## INSTRUCTIONS FOR THE TASK
Return all of the data below verbatim and exclude every picture.

#### INPUT DATA ####

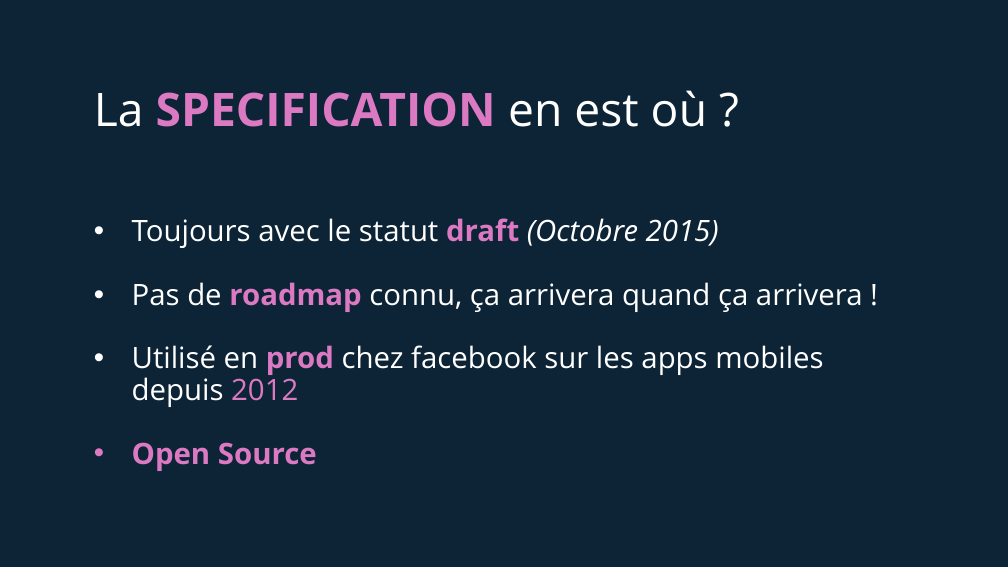
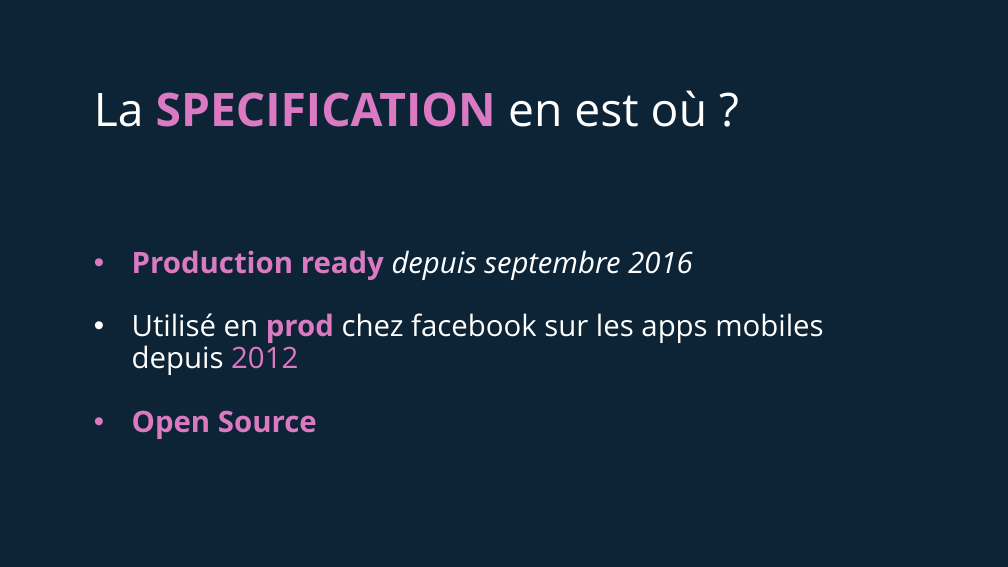
Before and after one commit to tsunammis/graphql-the-new-age-of-api, a slide deck: slide 5 of introduction-graphql.pptx. Drawn at 1008x567 pixels with LibreOffice and Linux fonts; fonts in the diff are those of the drawing. Boxes give left, top, right and bottom in pixels: in the first picture for what was removed or moved away, otherwise in the second. Text is boxed around its words. In the diff, an @@ line names an element or a change of style, - is before the commit and + after.

```diff
--- a/introduction-graphql.pptx
+++ b/introduction-graphql.pptx
@@ text at <box>132,250,693,280</box>: text changed; italic on @@
-• Toujours avec le statut draft (Octobre 2015)
-• Pas de roadmap connu, ça arrivera quand ça arrivera !
+• Production ready depuis septembre 2016
```
Also in this commit, not shown: 4 other slides changed, 2 other files.
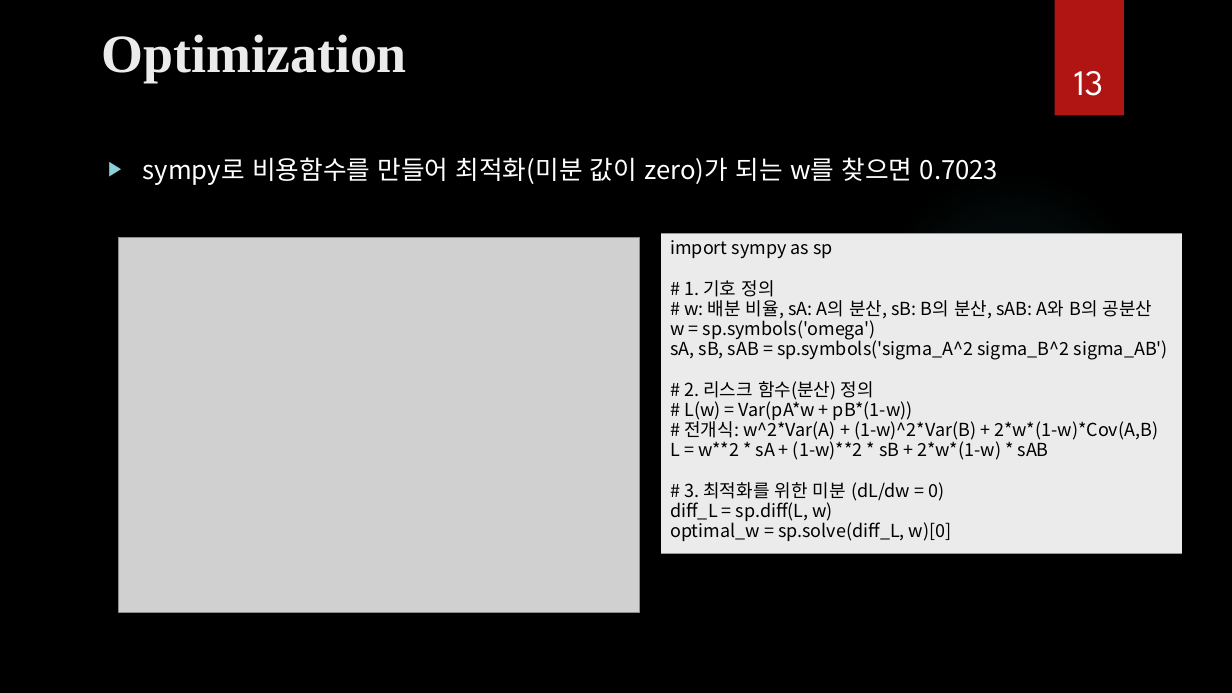
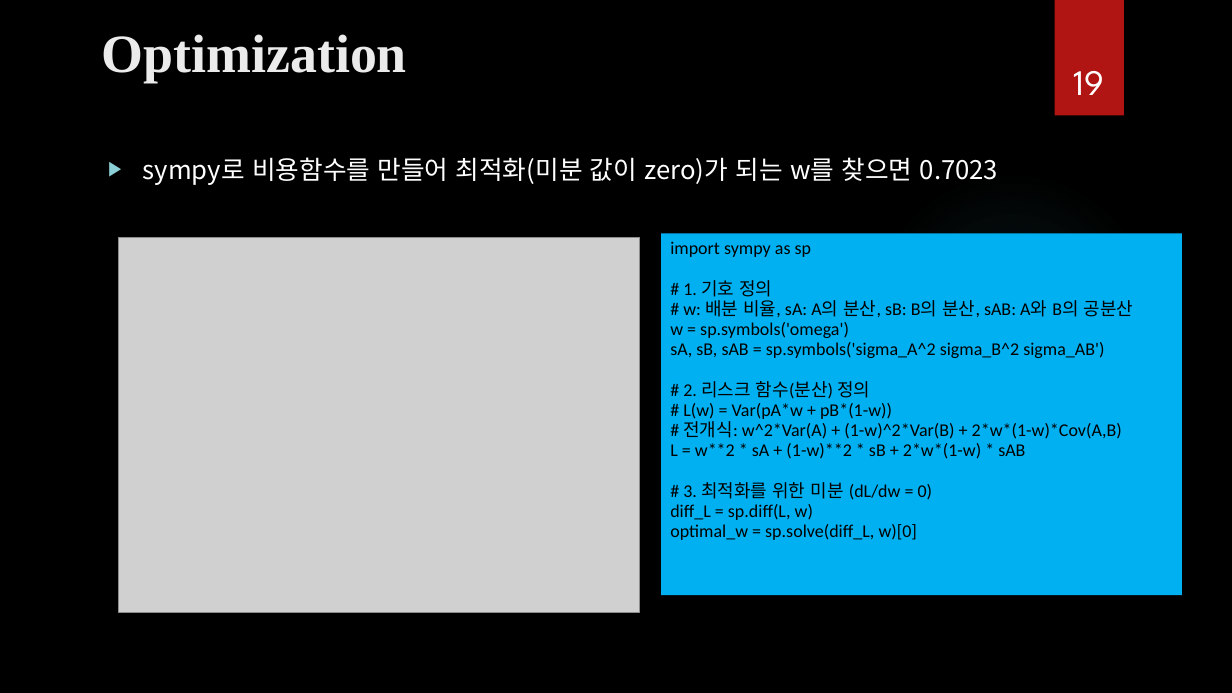
Before and after one commit to ancestor9/mathematics-for-machine-learning, a slide deck: slide 19 of Calculus/Calculus.pptx (slide 13 before the commit). Drawn at 1232x693 pixels with LibreOffice and Linux fonts; fonts in the diff are those of the drawing; grey boxes stand for pictures; background and template pictures are left out. Boxes give left, top, right and bottom in pixels: in the first picture for what was removed or moved away, otherwise in the second. Text is boxed around its words. In the diff, an @@ line names an element or a change of style, - is before the commit and + after.

```diff
--- a/Calculus/Calculus.pptx
+++ b/Calculus/Calculus.pptx
@@ page number at bbox=[1073, 71, 1104, 95]: text changed @@
-13
+19
@@ rectangle "import sympy as sp": place and size @@
-rectangle "import sympy as sp" at bbox=[662, 234, 1183, 555]
+rectangle "import sympy as sp" at bbox=[662, 234, 1183, 596]
@@ rectangle "import sympy as sp" at bbox=[662, 234, 1183, 596]: font Noto Sans CJK KR to Calibri; fill #EBEBEB to #00B0F0 @@
```
Also in this commit, not shown: 9 other slides changed, 19 slides added, 2 slides removed.
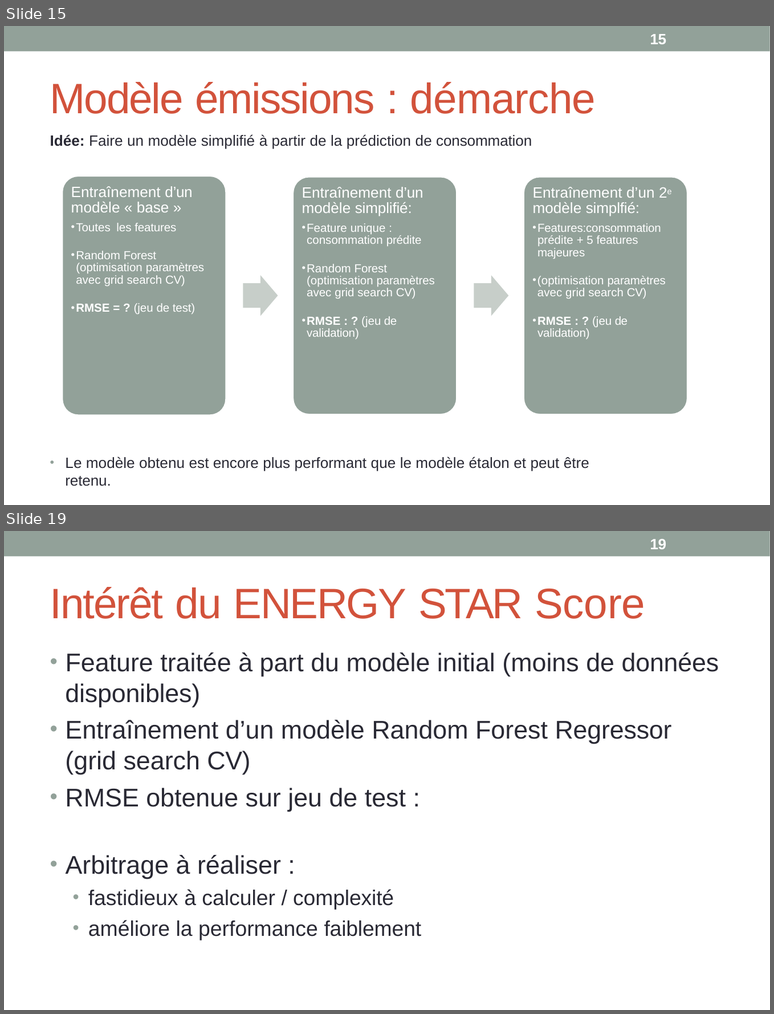
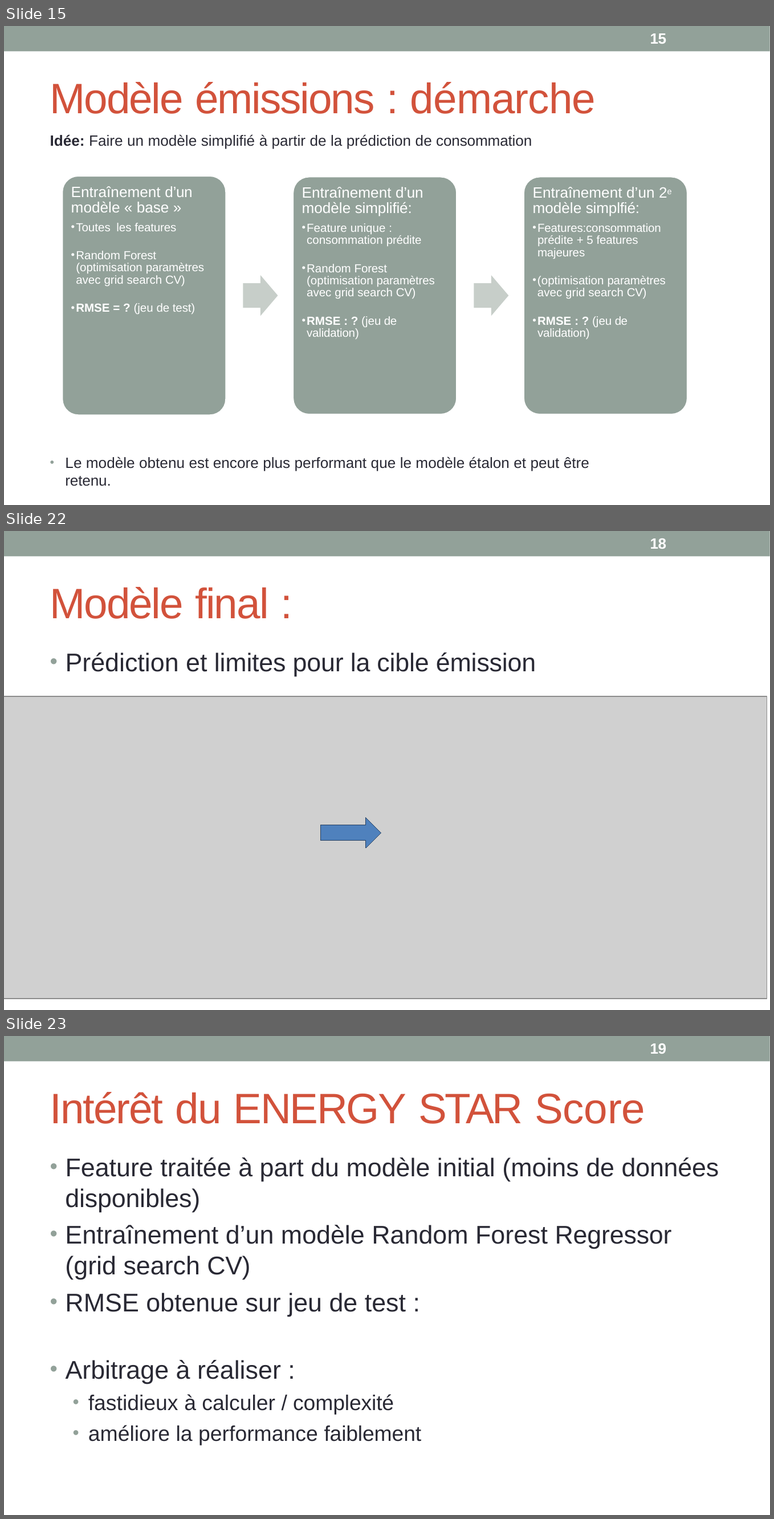
Before and after one commit to wdavid93/OpenClassRoom, a slide deck: Projet_4/Livrable/soutenance projet 4_mm .pptx. Shown one above the other, each under a label of ours: slides 15 and 19 before the commit, slides 15, 22 and 23 after it; the slides between them are not shown. The pictures are 774x1014 and 774x1519 pixels, drawn with LibreOffice and Linux fonts; fonts in the diff are those of the drawing; grey boxes stand for pictures. Boxes give left, top, right and bottom in pixels: in the first picture for what was removed or moved away, otherwise in the second. Text is boxed around its words. In the diff, an @@ line names an element or a change of style, - is before the commit and + after.

```diff
--- a/Projet_4/Livrable/soutenance projet 4_mm .pptx
+++ b/Projet_4/Livrable/soutenance projet 4_mm .pptx
@@ slide 22 added at box(4, 531, 770, 1010), background #FFFFFF; not listed: 1 template element that a slide beside it also shows @@
@@ text added at box(650, 538, 667, 549), 14 pt, text #FFFFFF, bold @@
+18
@@ title added at box(50, 587, 268, 619), 40 pt, text #D2523B @@
+Modèle final :
@@ text added at box(66, 652, 536, 676), 24 pt, text #292934 @@
+• Prédiction et limites pour la cible émission
@@ picture added at box(4, 696, 767, 998) @@
@@ right arrow added at box(320, 818, 381, 847), fill #4F81BD, outline #254061 0 pt @@
@@ what was slide 19 is now slide 23 @@
```
Also in this commit, not shown: 8 slides changed, 3 other slides added, 16 other files.
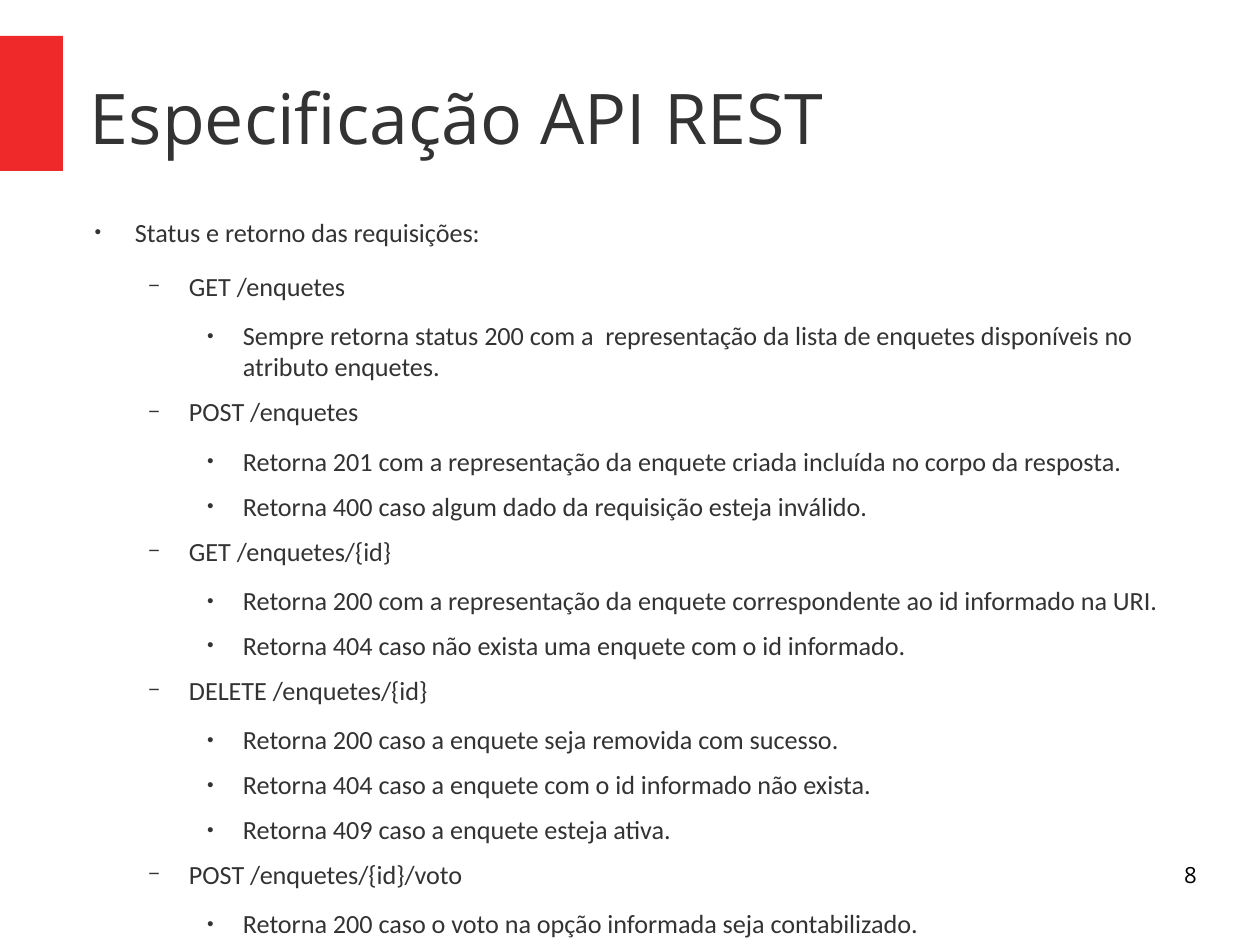
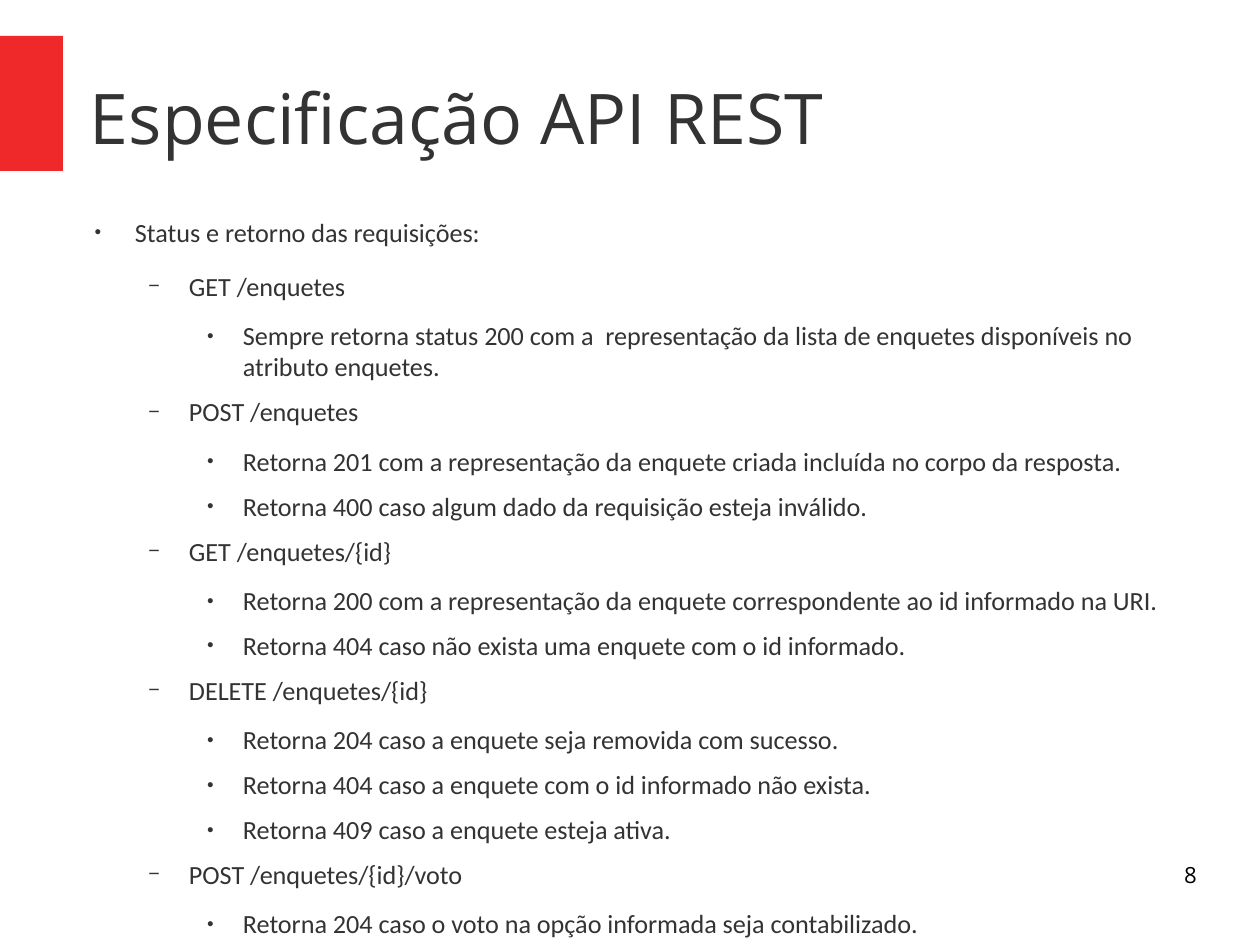
Before and after one commit to alexandrefvb/restful-webservices-workshop, a slide deck: slide 8 of apresentacao/parte2-pratica.odp. Drawn at 1260x945 pixels with LibreOffice and Linux fonts; fonts in the diff are those of the drawing. Boxes give left, top, right and bottom in pixels: in the first picture for what was removed or moved away, otherwise in the second. Text is boxed around its words. In the diff, an @@ line names an element or a change of style, - is before the commit and + after.

```diff
--- a/apresentacao/parte2-pratica.odp
+++ b/apresentacao/parte2-pratica.odp
@@ text at (243,731,839,754): text changed @@
-    ● Retorna 200 caso a enquete seja removida com sucesso.
+    ● Retorna 204 caso a enquete seja removida com sucesso.
@@ text at (243,915,918,938): text changed @@
-    ● Retorna 200 caso o voto na opção informada seja contabilizado.
+    ● Retorna 204 caso o voto na opção informada seja contabilizado.
```
Also in this commit, not shown: 2 other slides changed, 1 other file.

####

## TASK RESPONSE
Before and after one commit to tsunammis/graphql-the-new-age-of-api, a slide deck: slide 5 of introduction-graphql.pptx. Drawn at 1008x567 pixels with LibreOffice and Linux fonts; fonts in the diff are those of the drawing. Boxes give left, top, right and bottom in pixels: in the first picture for what was removed or moved away, otherwise in the second. Text is boxed around its words. In the diff, an @@ line names an element or a change of style, - is before the commit and + after.

```diff
--- a/introduction-graphql.pptx
+++ b/introduction-graphql.pptx
@@ text at <box>132,250,693,280</box>: text changed; italic on @@
-• Toujours avec le statut draft (Octobre 2015)
-• Pas de roadmap connu, ça arrivera quand ça arrivera !
+• Production ready depuis septembre 2016
```
Also in this commit, not shown: 4 other slides changed, 2 other files.
Before and after one commit to ancestor9/mathematics-for-machine-learning, a slide deck: slide 19 of Calculus/Calculus.pptx (slide 13 before the commit). Drawn at 1232x693 pixels with LibreOffice and Linux fonts; fonts in the diff are those of the drawing; grey boxes stand for pictures; background and template pictures are left out. Boxes give left, top, right and bottom in pixels: in the first picture for what was removed or moved away, otherwise in the second. Text is boxed around its words. In the diff, an @@ line names an element or a change of style, - is before the commit and + after.

```diff
--- a/Calculus/Calculus.pptx
+++ b/Calculus/Calculus.pptx
@@ page number at bbox=[1073, 71, 1104, 95]: text changed @@
-13
+19
@@ rectangle "import sympy as sp": place and size @@
-rectangle "import sympy as sp" at bbox=[662, 234, 1183, 555]
+rectangle "import sympy as sp" at bbox=[662, 234, 1183, 596]
@@ rectangle "import sympy as sp" at bbox=[662, 234, 1183, 596]: font Noto Sans CJK KR to Calibri; fill #EBEBEB to #00B0F0 @@
```
Also in this commit, not shown: 9 other slides changed, 19 slides added, 2 slides removed.
Before and after one commit to wdavid93/OpenClassRoom, a slide deck: Projet_4/Livrable/soutenance projet 4_mm .pptx. Shown one above the other, each under a label of ours: slides 15 and 19 before the commit, slides 15, 22 and 23 after it; the slides between them are not shown. The pictures are 774x1014 and 774x1519 pixels, drawn with LibreOffice and Linux fonts; fonts in the diff are those of the drawing; grey boxes stand for pictures. Boxes give left, top, right and bottom in pixels: in the first picture for what was removed or moved away, otherwise in the second. Text is boxed around its words. In the diff, an @@ line names an element or a change of style, - is before the commit and + after.

```diff
--- a/Projet_4/Livrable/soutenance projet 4_mm .pptx
+++ b/Projet_4/Livrable/soutenance projet 4_mm .pptx
@@ slide 22 added at box(4, 531, 770, 1010), background #FFFFFF; not listed: 1 template element that a slide beside it also shows @@
@@ text added at box(650, 538, 667, 549), 14 pt, text #FFFFFF, bold @@
+18
@@ title added at box(50, 587, 268, 619), 40 pt, text #D2523B @@
+Modèle final :
@@ text added at box(66, 652, 536, 676), 24 pt, text #292934 @@
+• Prédiction et limites pour la cible émission
@@ picture added at box(4, 696, 767, 998) @@
@@ right arrow added at box(320, 818, 381, 847), fill #4F81BD, outline #254061 0 pt @@
@@ what was slide 19 is now slide 23 @@
```
Also in this commit, not shown: 8 slides changed, 3 other slides added, 16 other files.
Before and after one commit to alexandrefvb/restful-webservices-workshop, a slide deck: slide 8 of apresentacao/parte2-pratica.odp. Drawn at 1260x945 pixels with LibreOffice and Linux fonts; fonts in the diff are those of the drawing. Boxes give left, top, right and bottom in pixels: in the first picture for what was removed or moved away, otherwise in the second. Text is boxed around its words. In the diff, an @@ line names an element or a change of style, - is before the commit and + after.

```diff
--- a/apresentacao/parte2-pratica.odp
+++ b/apresentacao/parte2-pratica.odp
@@ text at (243,731,839,754): text changed @@
-    ● Retorna 200 caso a enquete seja removida com sucesso.
+    ● Retorna 204 caso a enquete seja removida com sucesso.
@@ text at (243,915,918,938): text changed @@
-    ● Retorna 200 caso o voto na opção informada seja contabilizado.
+    ● Retorna 204 caso o voto na opção informada seja contabilizado.
```
Also in this commit, not shown: 2 other slides changed, 1 other file.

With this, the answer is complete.